Expanding Medicaid as outlined in Proposition 3 would allow those in the coverage gap now to receive needed health care, introduce jobs and provide relief to the state’s addicted and homeless population. It’s worthy of Utahns’ support.
There is truth in the adage “If you don’t have your health, you don’t have anything.” Those who are not healthy cannot work. Those who cannot work do not have health insurance to cover medical costs to get them healthy. The result is a coverage gap where those who could work are unable, often sending them into a spiral of financial and health problems.

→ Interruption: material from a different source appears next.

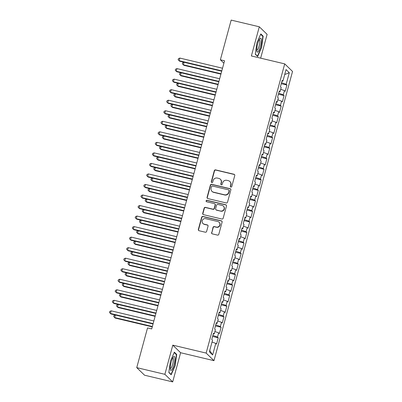 <?xml version="1.0" encoding="UTF-8"?>
<svg xmlns="http://www.w3.org/2000/svg" width="402" height="402" viewBox="0 0 402 402"><rect width="100%" height="100%" fill="white"/><g stroke="black" fill="none" stroke-linecap="round" stroke-linejoin="round"><path stroke-width="0.6" d="M230.869 187.081A0.759 0.729 -45.9 0 0 231.778 186.528L234.763 175.543A1.08 1.04 -45.9 0 0 234.019 174.267L215.613 169.89A1.08 1.04 -45.9 0 0 214.306 170.684L211.321 181.664A0.759 0.729 -45.9 0 0 211.844 182.558A0.759 0.729 -45.9 0 0 212.753 182.005L213.14 180.583A3.457 3.332 -45.9 0 1 217.311 178.056L218.849 178.418A3.457 3.332 -45.9 0 1 221.221 182.503L220.834 183.925A0.759 0.729 -45.9 0 0 221.356 184.819A0.759 0.729 -45.9 0 0 222.266 184.267L222.653 182.845A3.457 3.332 -45.9 0 1 226.823 180.317L228.361 180.679A3.457 3.332 -45.9 0 1 230.733 184.764L230.346 186.186A0.759 0.729 -45.9 0 0 230.869 187.081M211.588 232.597A1.08 1.04 -45.9 0 0 212.326 233.874L217.492 235.105A1.08 1.04 -45.9 0 0 218.799 234.311L222.11 222.115A1.08 1.04 -45.9 0 0 221.371 220.839L202.96 216.462A1.08 1.04 -45.9 0 0 201.653 217.251L198.342 229.452A1.08 1.04 -45.9 0 0 199.08 230.728L205.321 232.21A1.08 1.04 -45.9 0 0 206.623 231.421L208.045 226.2A1.08 1.04 -45.9 0 0 207.301 224.924L204.206 224.185A2.889 2.784 -45.9 0 1 202.507 220.08A2.889 2.784 -45.9 0 1 205.708 218.658L217.829 221.537A2.889 2.784 -45.9 0 1 219.532 225.643A2.889 2.784 -45.9 0 1 216.326 227.065L214.306 226.587A1.08 1.04 -45.9 0 0 213.005 227.376L211.799 232.803A1.08 1.04 -45.9 0 0 211.97 233.713M164.875 374.322L172.694 381.9L180.619 352.73L172.8 345.152L164.875 374.322L136.74 367.639L147.529 327.937L151.695 328.926L224.547 60.792L220.376 59.803L223.889 63.204M172.8 345.152L206.146 353.077L284.716 63.883L292.54 71.461L213.964 360.654L206.146 353.077M260.652 58.164L267.119 34.361L259.3 26.788L251.376 55.958L284.716 63.883M259.3 26.788L231.165 20.1L220.376 59.803M226.225 202.955A1.08 1.04 -45.9 0 0 227.532 202.161L230.843 189.965A1.08 1.04 -45.9 0 0 230.105 188.689L211.693 184.312A1.08 1.04 -45.9 0 0 210.387 185.101L207.075 197.302A1.08 1.04 -45.9 0 0 207.819 198.578L226.225 202.955M226.477 206.04L223.165 218.236A1.08 1.04 -45.9 0 1 221.859 219.03L203.447 214.653A1.08 1.04 -45.9 0 1 202.708 213.377L204.126 208.156A1.08 1.04 -45.9 0 1 205.432 207.367L212.894 209.14A1.08 1.04 -45.9 0 0 214.201 208.347L215.14 204.884A1.08 1.04 -45.9 0 0 214.397 203.608L206.623 201.759A0.759 0.729 -45.9 0 1 206.181 200.688A0.759 0.729 -45.9 0 1 207.02 200.312L225.738 204.764A1.08 1.04 -45.9 0 1 226.477 206.04M281.269 83.696L286.912 85.033L286.164 84.309L289.309 72.722L286.058 69.571L282.907 81.154L282.159 80.43L280.44 86.747L281.194 87.475L280.048 91.686L279.3 90.958L277.581 97.279L278.33 98.008L277.189 102.219L276.435 101.49L274.722 107.811L275.471 108.535L274.325 112.751L273.576 112.022L271.858 118.344L272.606 119.067L271.466 123.283L270.712 122.555L268.998 128.871L269.747 129.6L268.601 133.811L267.853 133.087L266.134 139.404L266.888 140.132L265.742 144.343L264.993 143.614L263.275 149.936L264.024 150.665L262.878 154.876L262.129 154.147L260.411 160.468L261.164 161.192L260.019 165.408L259.27 164.679L257.551 171.001L258.3 171.724L257.159 175.94L256.406 175.212L254.692 181.528L255.441 182.257L254.295 186.468L253.546 185.744L251.828 192.061L252.582 192.789L251.436 197L250.682 196.276L248.969 202.593L249.717 203.322L248.572 207.532L247.823 206.804L246.104 213.125L246.858 213.849L245.712 218.065L244.964 217.336L243.245 223.658L243.994 224.381L242.853 228.597L242.099 227.869L240.386 234.185L241.135 234.914L239.989 239.125L239.24 238.401L237.522 244.717L238.27 245.446L237.13 249.657L236.376 248.933L234.662 255.25L235.411 255.979L234.265 260.189L233.517 259.461L231.798 265.782L232.552 266.511L231.406 270.722L230.658 269.993L228.939 276.315L229.688 277.038L228.542 281.254L227.793 280.526L226.075 286.847L226.828 287.571L225.683 291.782L224.934 291.058L223.216 297.374L223.964 298.103L222.824 302.314L222.07 301.59L220.356 307.907L221.105 308.635L219.959 312.846L219.211 312.118L217.492 318.439L218.246 319.168L217.1 323.379L216.346 322.65L214.633 328.972L215.382 329.695L214.236 333.911L213.487 333.183L211.769 339.504L212.522 340.228L209.372 351.815L212.628 354.966L209.738 350.469M286.912 85.033L285.199 91.355L284.445 90.626L283.304 94.842L278.697 93.179M278.41 94.224L284.053 95.565L283.304 94.842M284.053 95.565L282.335 101.887L281.586 101.158L280.44 105.369L275.832 103.706M275.551 104.756L281.189 106.098L280.44 105.369M281.189 106.098L279.475 112.419L278.727 111.691L277.581 115.902L272.973 114.238M272.687 115.289L278.33 116.63L277.581 115.902M278.33 116.63L276.611 122.947L275.862 122.223L274.717 126.434L270.114 124.771M269.827 125.821L275.471 127.163L274.717 126.434M275.471 127.163L273.752 133.479L273.003 132.75L271.858 136.966L267.25 135.303M266.963 136.353L272.606 137.69L271.858 136.966M272.606 137.69L270.893 144.011L270.139 143.283L268.998 147.499L264.39 145.836M264.104 146.881L269.747 148.222L268.998 147.499M269.747 148.222L268.028 154.544L267.28 153.815L266.134 158.026L261.526 156.368M261.245 157.413L266.883 158.755L266.134 158.026M266.883 158.755L265.169 165.076L264.416 164.348L263.275 168.559L258.667 166.895M258.38 167.946L264.024 169.287L263.275 168.559M264.024 169.287L262.305 175.604L261.556 174.88L260.411 179.091L255.803 177.428M255.521 178.478L261.164 179.82L260.411 179.091M261.164 179.82L259.446 186.136L258.697 185.412L257.551 189.623L252.943 187.96M252.657 189.01L258.3 190.352L257.551 189.623M258.3 190.352L256.582 196.668L255.833 195.94L254.687 200.156L250.084 198.493M249.798 199.538L255.441 200.879L254.687 200.156M255.441 200.879L253.722 207.201L252.974 206.472L251.828 210.683L247.22 209.025M246.934 210.07L252.577 211.412L251.828 210.683M252.577 211.412L250.863 217.733L250.109 217.005L248.969 221.216L244.361 219.552M244.074 220.603L249.717 221.944L248.969 221.216M249.717 221.944L247.999 228.261L247.25 227.537L246.104 231.748L241.496 230.085M241.215 231.135L246.853 232.477L246.104 231.748M246.853 232.477L245.14 238.793L244.391 238.069L243.245 242.28L238.637 240.617M238.351 241.667L243.994 243.009L243.245 242.28M243.994 243.009L242.275 249.325L241.527 248.597L240.381 252.813L235.778 251.149M235.492 252.2L241.135 253.536L240.381 252.813M241.135 253.536L239.416 259.858L238.667 259.129L237.522 263.345L232.914 261.682M232.627 262.727L238.27 264.069L237.522 263.345M238.27 264.069L236.557 270.39L235.803 269.662L234.657 273.873L230.055 272.209M229.768 273.259L235.411 274.601L234.657 273.873M235.411 274.601L233.693 280.918L232.944 280.194L231.798 284.405L227.19 282.742M226.909 283.792L232.547 285.134L231.798 284.405M232.547 285.134L230.833 291.45L230.08 290.726L228.939 294.937L224.331 293.274M224.045 294.324L229.688 295.666L228.939 294.937M229.688 295.666L227.969 301.982L227.22 301.254L226.075 305.47L221.467 303.806M221.185 304.857L226.828 306.193L226.075 305.47M226.828 306.193L225.11 312.515L224.361 311.786L223.216 316.002L218.608 314.339M218.321 315.384L223.964 316.726L223.216 316.002M223.964 316.726L222.246 323.047L221.497 322.319L220.351 326.53L215.748 324.866M215.462 325.916L221.105 327.258L220.351 326.53M221.105 327.258L219.386 333.58L218.638 332.851L217.492 337.062L212.884 335.399M212.598 336.449L218.241 337.791L217.492 337.062M218.241 337.791L216.527 344.107L215.773 343.383L212.628 354.966M214.236 333.911L213.301 333.861M215.773 343.383L212.03 342.032M217.1 323.379L216.165 323.329M218.638 332.851L214.894 331.499M219.959 312.846L219.025 312.796M221.497 322.319L217.753 320.967M222.824 302.314L221.889 302.269M224.361 311.786L220.618 310.434M225.683 291.782L224.748 291.736M227.22 301.254L223.477 299.907M228.542 281.254L227.607 281.204M230.08 290.726L226.336 289.375M231.406 270.722L230.472 270.672M232.944 280.194L229.2 278.842M234.265 260.189L233.331 260.139M235.803 269.662L232.06 268.31M237.13 249.657L236.195 249.612M238.667 259.129L234.924 257.777M239.989 239.125L239.054 239.079M241.527 248.597L237.783 247.245M242.853 228.597L241.919 228.547M244.391 238.069L240.642 236.718M245.712 218.065L244.778 218.015M247.25 227.537L243.506 226.185M248.572 207.532L247.637 207.482M250.109 217.005L246.366 215.653M251.436 197L250.501 196.955M252.974 206.472L249.23 205.12M254.295 186.468L253.36 186.422M255.833 195.94L252.089 194.588M257.159 175.94L256.225 175.89M258.697 185.412L254.953 184.061M260.019 165.408L259.084 165.358M261.556 174.88L257.813 173.528M262.878 154.876L261.943 154.825M264.416 164.348L260.672 162.996M265.742 144.343L264.807 144.298M267.28 153.815L263.536 152.464M268.601 133.811L267.667 133.765M270.139 143.283L266.395 141.931M271.466 123.283L270.531 123.233M273.003 132.75L269.26 131.404M274.325 112.751L273.39 112.701M275.862 122.223L272.119 120.871M277.189 102.219L276.254 102.168M278.727 111.691L274.978 110.339M280.048 91.686L279.114 91.636M281.586 101.158L277.842 99.807M282.907 81.154L281.973 81.109M284.445 90.626L280.702 89.274M136.74 367.639L144.559 375.212L172.694 381.9M180.619 352.73L213.964 360.654M289.309 72.722L284.711 74.521M286.164 84.309L281.556 82.646M257.647 56.516L261.586 47.496L263.169 36.19L260.818 33.909L256.878 42.934L255.295 54.235L257.647 56.516M176.699 354.453L174.347 352.172L170.408 361.192L168.825 372.493L171.177 374.775L175.116 365.755L176.699 354.453L175.945 354.273M230.653 186.99A0.759 0.729 -45.9 0 1 230.557 186.392L230.944 184.97A3.457 3.332 -45.9 0 0 230.08 181.709L229.869 181.503M220.356 179.242L220.567 179.448A3.457 3.332 -45.9 0 1 221.432 182.709L221.045 184.131A0.759 0.729 -45.9 0 0 221.14 184.729M234.592 174.634A1.08 1.04 -45.9 0 0 234.235 174.473L215.824 170.096A1.08 1.04 -45.9 0 0 214.517 170.885L211.532 181.87A0.759 0.729 -45.9 0 0 211.628 182.473M230.673 189.056A1.08 1.04 -45.9 0 0 230.316 188.895L211.904 184.518A1.08 1.04 -45.9 0 0 210.603 185.307L207.286 197.508A1.08 1.04 -45.9 0 0 207.457 198.417M229.105 190.759A0.759 0.729 -45.9 0 0 228.587 189.87L212.427 186.025A0.759 0.729 -45.9 0 0 211.512 186.578L211.105 188.081A3.457 3.332 -45.9 0 0 213.477 192.166L224.527 194.789A3.457 3.332 -45.9 0 0 228.698 192.262L229.105 190.759L229.316 190.965A0.759 0.729 -45.9 0 0 229.125 190.252L228.914 190.045M211.97 191.342L212.181 191.548A3.457 3.332 -45.9 0 0 213.688 192.372L213.477 192.166M229.316 190.965L228.909 192.468A3.457 3.332 -45.9 0 1 224.738 194.995L213.688 192.372M214.869 203.864L215.08 204.07A1.08 1.04 -45.9 0 1 215.351 205.09L214.412 208.553A1.08 1.04 -45.9 0 1 213.105 209.341L205.643 207.568A1.08 1.04 -45.9 0 0 204.337 208.362L202.92 213.583A1.08 1.04 -45.9 0 0 203.09 214.487M226.306 205.131A1.08 1.04 -45.9 0 0 225.949 204.965L207.231 200.518A0.759 0.729 -45.9 0 0 206.412 201.673M220.643 210.98A2.889 2.784 -45.9 0 0 223.406 206.141A2.889 2.784 -45.9 0 0 222.145 205.452L217.879 204.437A1.08 1.04 -45.9 0 0 216.572 205.226L215.633 208.688A1.08 1.04 -45.9 0 0 216.371 209.965L220.854 211.186A2.889 2.784 -45.9 0 0 223.618 206.342L223.406 206.141M215.904 209.708L216.115 209.914A1.08 1.04 -45.9 0 0 216.588 210.171L216.371 209.965M220.854 211.186L216.588 210.171M219.09 222.226L219.301 222.432A2.889 2.784 -45.9 0 1 216.537 227.271L214.517 226.793A1.08 1.04 -45.9 0 0 213.216 227.582L211.799 232.803M202.945 223.497L203.161 223.703A2.889 2.784 -45.9 0 0 204.417 224.391L204.206 224.185M207.869 225.291A1.08 1.04 -45.9 0 0 207.512 225.125L204.417 224.391M221.939 221.206A1.08 1.04 -45.9 0 0 221.582 221.04L203.171 216.668A1.08 1.04 -45.9 0 0 201.864 217.457L198.553 229.653A1.08 1.04 -45.9 0 0 198.724 230.562M261.285 47.421L261.586 47.496M262.416 36.014L263.169 36.19M174.815 365.684L175.116 365.755M184.031 62.26L183.342 64.797L183.87 65.31L220.924 74.119M183.91 62.23L182.649 62.787L182.362 63.838L183.342 64.797L221.025 73.752M221.814 70.852L179.116 60.702L179.83 58.069L222.527 68.219M221.713 71.214L179.644 61.215L178.136 59.742L178.418 58.692L179.83 58.069M181.171 72.787L180.483 75.33L181.011 75.842L218.065 84.646M181.051 72.762L179.784 73.32L179.498 74.37L180.483 75.33L218.165 84.284M178.307 83.32L177.619 85.862L178.146 86.375L215.201 95.179M178.192 83.294L176.925 83.847L176.639 84.902L177.619 85.862L215.301 94.817M218.949 81.38L176.252 71.234L176.97 68.601L219.668 78.752M218.854 81.747L176.785 71.747L175.272 70.275L175.558 69.224L176.97 68.601M216.09 91.912L173.393 81.767L174.106 79.134L216.804 89.279M215.99 92.279L173.92 82.279L172.413 80.807L172.699 79.757L174.106 79.134M258.099 51.757A7.156 1.658 103.4 0 0 261.144 42.893A7.156 1.658 103.4 0 0 259.948 38.572A7.156 1.658 103.4 0 0 259.863 38.662A7.156 1.658 103.4 0 0 257.411 44.778A7.156 1.658 103.4 0 0 256.848 51.345A7.156 1.658 103.4 0 0 258.099 51.757M256.717 50.16A5.417 1.256 103.4 0 0 256.823 50.21A5.417 1.256 103.4 0 0 257.375 49.928A5.417 1.256 103.4 0 0 259.516 44.21A5.417 1.256 103.4 0 0 259.325 39.667A5.417 1.256 103.4 0 0 259.21 39.662M260.647 34.296L262.838 36.421L261.305 47.376L257.491 56.114L255.325 54.019M257.149 56.034L257.491 56.114M171.629 370.016A7.156 1.658 103.4 0 0 174.674 361.152A7.156 1.658 103.4 0 0 173.478 356.83A7.156 1.658 103.4 0 0 173.393 356.926A7.156 1.658 103.4 0 0 170.94 363.041A7.156 1.658 103.4 0 0 170.378 369.609A7.156 1.658 103.4 0 0 171.629 370.016M170.247 368.423A5.417 1.256 103.4 0 0 170.353 368.468A5.417 1.256 103.4 0 0 170.905 368.192A5.417 1.256 103.4 0 0 173.046 362.468A5.417 1.256 103.4 0 0 172.855 357.926A5.417 1.256 103.4 0 0 172.739 357.921M174.177 352.559L176.372 354.685L174.835 365.634L171.021 374.378L168.855 372.277M170.684 374.297L171.021 374.378M175.448 93.852L174.759 96.395L175.287 96.902L212.341 105.711M175.327 93.822L174.061 94.38L173.775 95.435L174.759 96.395L212.442 105.349M172.589 104.384L171.895 106.922L172.423 107.434L209.482 116.243M172.468 104.354L171.202 104.912L170.915 105.967L171.895 106.922L209.578 115.882M213.231 102.445L170.533 92.299L171.247 89.666L213.944 99.812M213.13 102.806L171.061 92.807L169.549 91.339L169.835 90.284L171.247 89.666M210.367 112.977L167.669 102.827L168.388 100.193L211.085 110.344M210.271 113.339L168.197 103.339L166.689 101.872L166.976 100.817L168.388 100.193M169.724 114.917L169.036 117.454L169.564 117.967L206.618 126.776M169.604 114.887L168.343 115.444L168.056 116.495L169.036 117.454L206.718 126.409M207.507 123.509L164.81 113.359L165.523 110.726L208.221 120.876M207.407 123.871L165.338 113.872L163.825 112.404L164.111 111.349L165.523 110.726M166.865 125.444L166.172 127.987L166.704 128.499L203.759 137.303M166.745 125.419L165.478 125.977L165.192 127.027L166.172 127.987L203.854 136.941M204.643 134.042L161.946 123.891L162.664 121.258L205.362 131.409M204.548 134.404L162.473 124.404L160.966 122.932L161.252 121.881L162.664 121.258M164.001 135.976L163.312 138.519L163.84 139.032L200.894 147.835M163.88 135.951L162.619 136.504L162.333 137.559L163.312 138.519L200.995 147.474M161.142 146.509L160.453 149.052L160.981 149.559L198.035 158.368M161.021 146.479L159.755 147.037L159.468 148.092L160.453 149.052L198.136 158.006M158.282 157.041L157.589 159.579L158.117 160.091L195.176 168.9M158.162 157.011L156.896 157.569L156.609 158.624L157.589 159.579L195.272 168.538M155.418 167.574L154.73 170.111L155.257 170.624L192.312 179.433M155.298 167.544L154.031 168.101L153.745 169.157L154.73 170.111L192.412 179.066M152.559 178.106L151.866 180.644L152.398 181.156L189.453 189.96M152.438 178.076L151.172 178.634L150.886 179.684L151.866 180.644L189.548 189.598M149.695 188.633L149.006 191.176L149.534 191.689L186.588 200.492M149.574 188.608L148.313 189.166L148.026 190.216L149.006 191.176L186.689 200.131M146.836 199.166L146.147 201.709L146.675 202.216L183.729 211.025M146.715 199.136L145.449 199.693L145.162 200.749L146.147 201.709L183.83 210.663M143.971 209.698L143.283 212.236L143.81 212.748L180.865 221.557M143.856 209.668L142.589 210.226L142.303 211.281L143.283 212.236L180.965 221.195M141.112 220.231L140.424 222.768L140.951 223.281L178.006 232.09M140.991 220.201L139.725 220.758L139.439 221.814L140.424 222.768L178.106 231.728M138.253 230.763L137.559 233.301L138.087 233.813L175.146 242.622M138.132 230.733L136.866 231.291L136.579 232.341L137.559 233.301L175.242 242.255M135.389 241.29L134.7 243.833L135.228 244.346L172.282 253.149M135.268 241.265L134.002 241.823L133.72 242.873L134.7 243.833L172.383 252.788M132.529 251.823L131.836 254.365L132.369 254.878L169.423 263.682M132.409 251.793L131.142 252.35L130.856 253.406L131.836 254.365L169.518 263.32M129.665 262.355L128.977 264.893L129.504 265.405L166.559 274.214M129.544 262.325L128.283 262.883L127.997 263.938L128.977 264.893L166.659 273.852M126.806 272.888L126.117 275.425L126.645 275.938L163.699 284.747M126.685 272.857L125.419 273.415L125.133 274.471L126.117 275.425L163.8 284.385M201.784 144.569L159.086 134.424L159.8 131.791L202.497 141.936M201.683 144.936L159.614 134.936L158.107 133.464L158.393 132.414L159.8 131.791M198.925 155.102L156.227 144.956L156.941 142.323L199.638 152.469M198.824 155.463L156.755 145.469L155.242 143.996L155.529 142.941L156.941 142.323M196.06 165.634L153.363 155.484L154.077 152.855L196.774 163.001M195.965 165.996L153.891 155.996L152.383 154.529L152.67 153.474L154.077 152.855M193.201 176.166L150.504 166.016L151.217 163.383L193.915 173.533M193.101 176.528L151.031 166.528L149.519 165.061L149.805 164.006L151.217 163.383M190.337 186.699L147.64 176.548L148.358 173.915L191.056 184.066M190.241 187.061L148.167 177.061L146.66 175.589L146.946 174.538L148.358 173.915M187.478 197.226L144.78 187.081L145.494 184.448L188.191 194.593M187.377 197.593L145.308 187.593L143.8 186.121L144.082 185.071L145.494 184.448M184.613 207.759L141.916 197.613L142.635 194.98L185.332 205.126M184.518 208.12L142.449 198.126L140.936 196.653L141.223 195.598L142.635 194.98M181.754 218.291L139.057 208.146L139.77 205.512L182.468 215.658M181.654 218.653L139.584 208.653L138.077 207.186L138.363 206.131L139.77 205.512M178.895 228.823L136.198 218.673L136.911 216.04L179.609 226.19M178.795 229.185L136.725 219.185L135.213 217.718L135.499 216.663L136.911 216.04M176.031 239.356L133.333 229.205L134.052 226.572L176.749 236.723M175.935 239.718L133.861 229.718L132.353 228.246L132.64 227.195L134.052 226.572M173.172 249.883L130.474 239.738L131.188 237.105L173.885 247.25M173.071 250.25L131.002 240.25L129.489 238.778L129.776 237.728L131.188 237.105M170.307 260.416L127.61 250.27L128.328 247.637L171.026 257.782M170.212 260.777L128.137 250.783L126.63 249.31L126.916 248.255L128.328 247.637M167.448 270.948L124.751 260.803L125.464 258.169L168.162 268.315M167.348 271.31L125.278 261.31L123.771 259.843L124.057 258.787L125.464 258.169M164.589 281.48L121.886 271.33L122.605 268.697L165.302 278.847M164.488 281.842L122.419 271.842L120.907 270.375L121.193 269.32L122.605 268.697M123.947 283.42L123.253 285.958L123.781 286.47L160.84 295.279M123.826 283.39L122.56 283.948L122.273 284.998L123.253 285.958L160.936 294.912M161.725 292.013L119.027 281.862L119.741 279.229L162.438 289.38M161.624 292.375L119.555 282.375L118.047 280.903L118.334 279.852L119.741 279.229M121.082 293.947L120.394 296.49L120.922 297.003L157.976 305.806M120.962 293.922L119.695 294.48L119.409 295.53L120.394 296.49L158.076 305.445M158.865 302.54L116.168 292.395L116.881 289.762L159.579 299.912M158.765 302.907L116.696 292.907L115.183 291.435L115.469 290.385L116.881 289.762M118.223 304.48L117.53 307.022L118.062 307.535L155.117 316.339M118.103 304.455L116.836 305.007L116.55 306.063L117.53 307.022L155.212 315.977M156.001 313.073L113.304 302.927L114.022 300.294L156.72 310.439M155.906 313.434L113.831 303.44L112.324 301.967L112.61 300.917L114.022 300.294M115.359 315.012L114.67 317.555L115.198 318.062L152.252 326.871M115.238 314.982L113.977 315.54L113.691 316.595L114.67 317.555L152.353 326.509M153.142 323.605L110.444 313.459L111.158 310.826L153.855 320.972M153.041 323.967L110.972 313.967L109.46 312.5L109.746 311.444L111.158 310.826"/></g></svg>

Those without health care live in fear of even the most basic injuries or illness, knowing it would come at great cost — not just to their wallets, but to their lifestyle and work eligibility.
A small sales tax increase of 0.15 percent, equivalent to an extra penny on a movie ticket, is a fair price to pay to allow at least 150,000 currently in this gap to get the health care they need and be eligible for work again. Expanding Medicaid coverage does not perpetuate living on welfare; it provides a way out by opening the door to finding work and health insurance. Proposition 3 promotes self-reliance by getting people on their feet and able to provide for themselves.
By using the sales tax increase to cover Utah’s portion of the costs of expansion, the state unlocks $800 million in federal money designed for providing coverage for those in need. This opens resources to assist the addicted and homeless. Those in the coverage gap will no longer worry about finding aid through free clinics or charities, which can't cover all the needs.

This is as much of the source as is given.